**Provided data**
Start of Block

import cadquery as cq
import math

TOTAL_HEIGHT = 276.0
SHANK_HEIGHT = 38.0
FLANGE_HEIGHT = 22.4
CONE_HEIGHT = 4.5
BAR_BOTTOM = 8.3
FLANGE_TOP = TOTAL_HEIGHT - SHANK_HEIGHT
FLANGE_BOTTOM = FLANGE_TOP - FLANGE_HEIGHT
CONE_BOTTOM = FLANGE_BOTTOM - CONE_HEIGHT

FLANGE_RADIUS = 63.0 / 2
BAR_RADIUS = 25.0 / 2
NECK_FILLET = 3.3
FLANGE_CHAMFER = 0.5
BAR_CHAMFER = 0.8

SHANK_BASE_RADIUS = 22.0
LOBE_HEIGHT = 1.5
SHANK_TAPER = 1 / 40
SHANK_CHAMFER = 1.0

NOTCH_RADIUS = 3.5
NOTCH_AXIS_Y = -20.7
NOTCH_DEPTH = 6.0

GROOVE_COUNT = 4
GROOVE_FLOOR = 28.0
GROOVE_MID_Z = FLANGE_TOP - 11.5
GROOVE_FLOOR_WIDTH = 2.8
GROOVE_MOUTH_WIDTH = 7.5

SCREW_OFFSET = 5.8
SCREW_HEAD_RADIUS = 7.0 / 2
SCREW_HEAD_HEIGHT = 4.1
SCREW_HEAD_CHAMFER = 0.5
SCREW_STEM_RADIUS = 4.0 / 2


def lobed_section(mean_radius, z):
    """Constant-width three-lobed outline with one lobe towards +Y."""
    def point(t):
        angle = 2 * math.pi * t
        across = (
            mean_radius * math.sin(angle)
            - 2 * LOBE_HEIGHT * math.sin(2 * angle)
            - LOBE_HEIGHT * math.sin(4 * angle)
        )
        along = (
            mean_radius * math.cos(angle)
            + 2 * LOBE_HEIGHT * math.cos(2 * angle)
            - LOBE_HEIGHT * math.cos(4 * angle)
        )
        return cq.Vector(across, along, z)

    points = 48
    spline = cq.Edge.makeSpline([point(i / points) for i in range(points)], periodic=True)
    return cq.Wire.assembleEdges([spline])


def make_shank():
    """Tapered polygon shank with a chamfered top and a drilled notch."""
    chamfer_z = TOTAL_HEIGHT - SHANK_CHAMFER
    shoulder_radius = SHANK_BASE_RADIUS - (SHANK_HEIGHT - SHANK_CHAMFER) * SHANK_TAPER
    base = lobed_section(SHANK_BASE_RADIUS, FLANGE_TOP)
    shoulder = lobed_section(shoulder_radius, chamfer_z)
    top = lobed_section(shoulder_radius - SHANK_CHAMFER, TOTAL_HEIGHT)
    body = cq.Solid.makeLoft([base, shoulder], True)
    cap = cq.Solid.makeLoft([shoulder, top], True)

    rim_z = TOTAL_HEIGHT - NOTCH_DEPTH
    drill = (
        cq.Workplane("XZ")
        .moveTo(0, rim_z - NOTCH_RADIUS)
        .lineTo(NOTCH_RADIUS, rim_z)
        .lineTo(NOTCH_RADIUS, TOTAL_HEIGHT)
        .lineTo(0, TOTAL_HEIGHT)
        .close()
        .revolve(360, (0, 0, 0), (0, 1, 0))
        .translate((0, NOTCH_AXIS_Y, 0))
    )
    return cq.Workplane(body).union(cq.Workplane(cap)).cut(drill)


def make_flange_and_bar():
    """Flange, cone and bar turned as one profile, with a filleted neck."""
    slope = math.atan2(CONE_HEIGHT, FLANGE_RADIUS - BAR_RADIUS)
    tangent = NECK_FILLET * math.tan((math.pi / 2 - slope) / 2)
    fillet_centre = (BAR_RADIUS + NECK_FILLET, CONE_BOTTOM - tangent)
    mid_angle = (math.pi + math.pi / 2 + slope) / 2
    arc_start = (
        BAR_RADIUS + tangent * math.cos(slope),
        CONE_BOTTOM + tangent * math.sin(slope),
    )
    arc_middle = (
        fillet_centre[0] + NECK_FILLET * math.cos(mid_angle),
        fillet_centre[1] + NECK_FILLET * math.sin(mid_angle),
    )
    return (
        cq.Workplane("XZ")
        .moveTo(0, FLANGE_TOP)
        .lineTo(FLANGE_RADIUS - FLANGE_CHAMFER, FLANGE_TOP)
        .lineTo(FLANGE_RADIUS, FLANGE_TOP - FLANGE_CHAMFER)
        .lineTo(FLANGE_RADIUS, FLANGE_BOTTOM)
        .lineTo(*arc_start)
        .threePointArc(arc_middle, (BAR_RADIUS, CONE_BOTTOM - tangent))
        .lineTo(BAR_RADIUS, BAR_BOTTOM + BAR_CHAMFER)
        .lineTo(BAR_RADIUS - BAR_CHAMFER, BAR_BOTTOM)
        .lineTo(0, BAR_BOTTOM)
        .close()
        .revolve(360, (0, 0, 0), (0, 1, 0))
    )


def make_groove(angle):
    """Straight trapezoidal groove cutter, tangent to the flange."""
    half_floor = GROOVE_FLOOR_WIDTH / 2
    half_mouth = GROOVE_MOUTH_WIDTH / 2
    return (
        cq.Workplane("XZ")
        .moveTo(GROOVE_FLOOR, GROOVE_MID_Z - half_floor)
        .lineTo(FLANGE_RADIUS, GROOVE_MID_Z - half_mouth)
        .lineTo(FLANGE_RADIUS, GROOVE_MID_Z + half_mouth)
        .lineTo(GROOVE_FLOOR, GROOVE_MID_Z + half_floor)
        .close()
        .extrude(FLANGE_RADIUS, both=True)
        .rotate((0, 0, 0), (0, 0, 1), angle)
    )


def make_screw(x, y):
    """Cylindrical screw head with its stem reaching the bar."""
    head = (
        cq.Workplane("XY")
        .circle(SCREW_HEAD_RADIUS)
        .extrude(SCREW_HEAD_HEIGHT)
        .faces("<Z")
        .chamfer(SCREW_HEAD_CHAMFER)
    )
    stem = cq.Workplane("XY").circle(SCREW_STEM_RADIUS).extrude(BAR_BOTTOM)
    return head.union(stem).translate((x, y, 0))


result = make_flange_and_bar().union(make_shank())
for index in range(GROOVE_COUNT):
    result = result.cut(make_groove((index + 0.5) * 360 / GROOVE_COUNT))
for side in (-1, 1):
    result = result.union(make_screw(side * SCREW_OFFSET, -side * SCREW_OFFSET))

End of Block

Copy out each line of the data containing the string "return".

**Written answer**
        return cq.Vector(across, along, z)
    return cq.Wire.assembleEdges([spline])
    return cq.Workplane(body).union(cq.Workplane(cap)).cut(drill)
    return (
    return (
    return head.union(stem).translate((x, y, 0))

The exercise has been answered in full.